Back then in the 1950s through the 1970s the Labs were a very remarkable, unique research institution. They were owned by AT&T and were funded by just one percent of the telephone company’s revenue. Ninety percent of the Labs was devoted to applied research, e.g. switchboards and submarine telephone cables, with ten percent funding the basic science research area. In the basic physics area, the first silicon transistor had recently been constructed and demonstrated, and Walter Brattain, who had built the first switchable transistor under a microscope, was a member of our weekly physics poker game.

Zierler:

There you go.

Eisinger:

[laugh] In 1954, I was invited to join the research area of Bell Labs and I accepted happily. However, but before starting work there, I took three months off and travelled in Europe, from Glasgow, where I bought a 250cc BSA motorcycle, via Italy to Istanbul.
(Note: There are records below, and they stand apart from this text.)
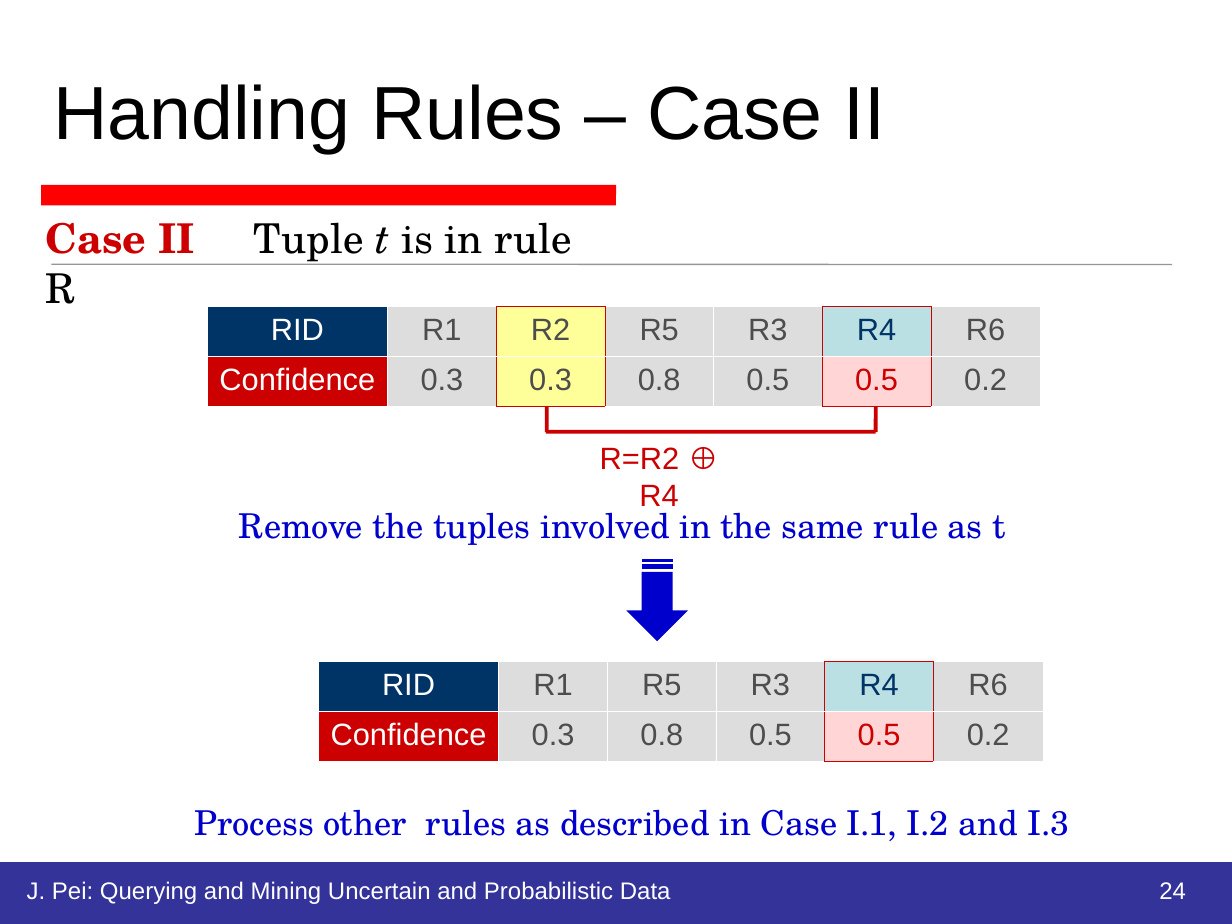
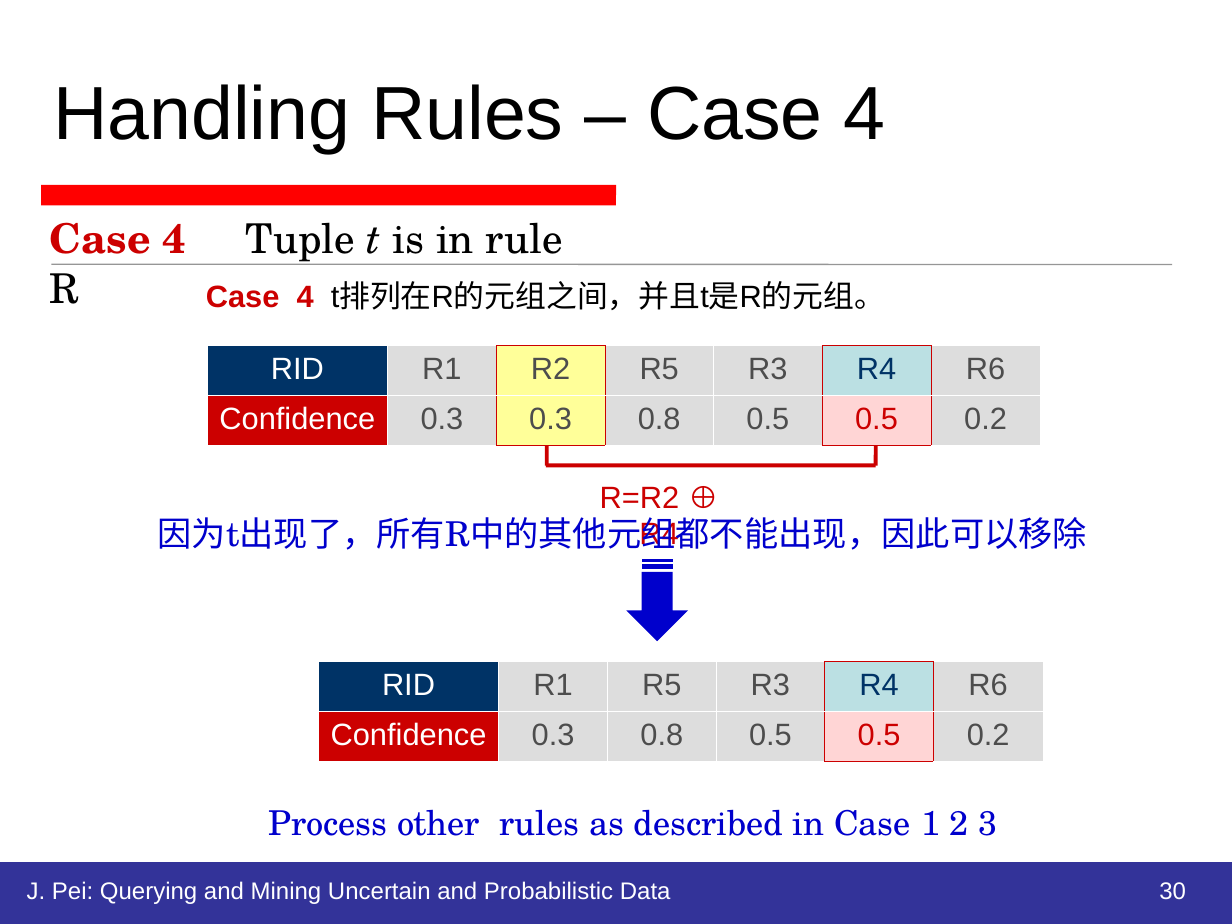
Before and after one commit to HiltonWei/wpstest, a slide deck: slide 30 of branches/区钺坚/读书报告/不确定性数据的查询分析处理.ppt (slide 24 before the commit). Drawn at 1232x924 pixels with LibreOffice and Linux fonts; fonts in the diff are those of the drawing. Boxes give left, top, right and bottom in pixels: in the first picture for what was removed or moved away, otherwise in the second. Text is boxed around its words. In the diff, an @@ line names an element or a change of style, - is before the commit and + after.

```diff
--- a/branches/区钺坚/读书报告/不确定性数据的查询分析处理.ppt
+++ b/branches/区钺坚/读书报告/不确定性数据的查询分析处理.ppt
@@ title at (53,84,886,154): text changed @@
-Handling Rules – Case II
+Handling Rules – Case 4
@@ text at (50,222,564,304): text changed @@
-Case II Tuple t is in rule R
+Case 4 Tuple t is in rule R
@@ text added at (206,283,885,310), 18 pt, text #000000 @@
+Case 4 t排列在R的元组之间，并且t是R的元组。
@@ table: place and size @@
-table at (207,307,1040,405)
+table at (207,346,1040,445)
@@ line moved from (547, 405) - (547, 432) to (547, 444) - (547, 466) @@
@@ line moved from (876, 432) - (876, 405) to (876, 466) - (876, 444) @@
@@ line moved from (546, 431) - (876, 431) to (546, 466) - (876, 466) @@
@@ text "R=R2 ⊕ R4" rewrapped from (600,447,679,506) to (600,486,679,550) @@
@@ text removed at (239,504,1005,545) @@
-Remove the tuples involved in the same rule as t
@@ text added at (158,517,1088,550), 20 pt, text #0000CC @@
+因为t出现了，所有R中的其他元组都不能出现，因此可以移除
@@ text at (268,809,997,836): text changed @@
-Process other rules as described in Case I.1, I.2 and I.3
+Process other rules as described in Case 1 2 3
@@ page number at (1159,882,1186,900): text changed @@
-24
+30
```
Also in this commit, not shown: 13 other slides changed, 10 slides added, 1 slide removed, 4 other files.

Back in the US, when I finally started to work at Bell Labs, I was provided with a laboratory, a research assistant, and an office, and was told to select my own research topic. In those days members of the basic research area were indeed free to work on any problem, as long as it was good science. I would later make use of this freedom by working in molecular biology, and I stretched it to the limit in my work on the history of medicine.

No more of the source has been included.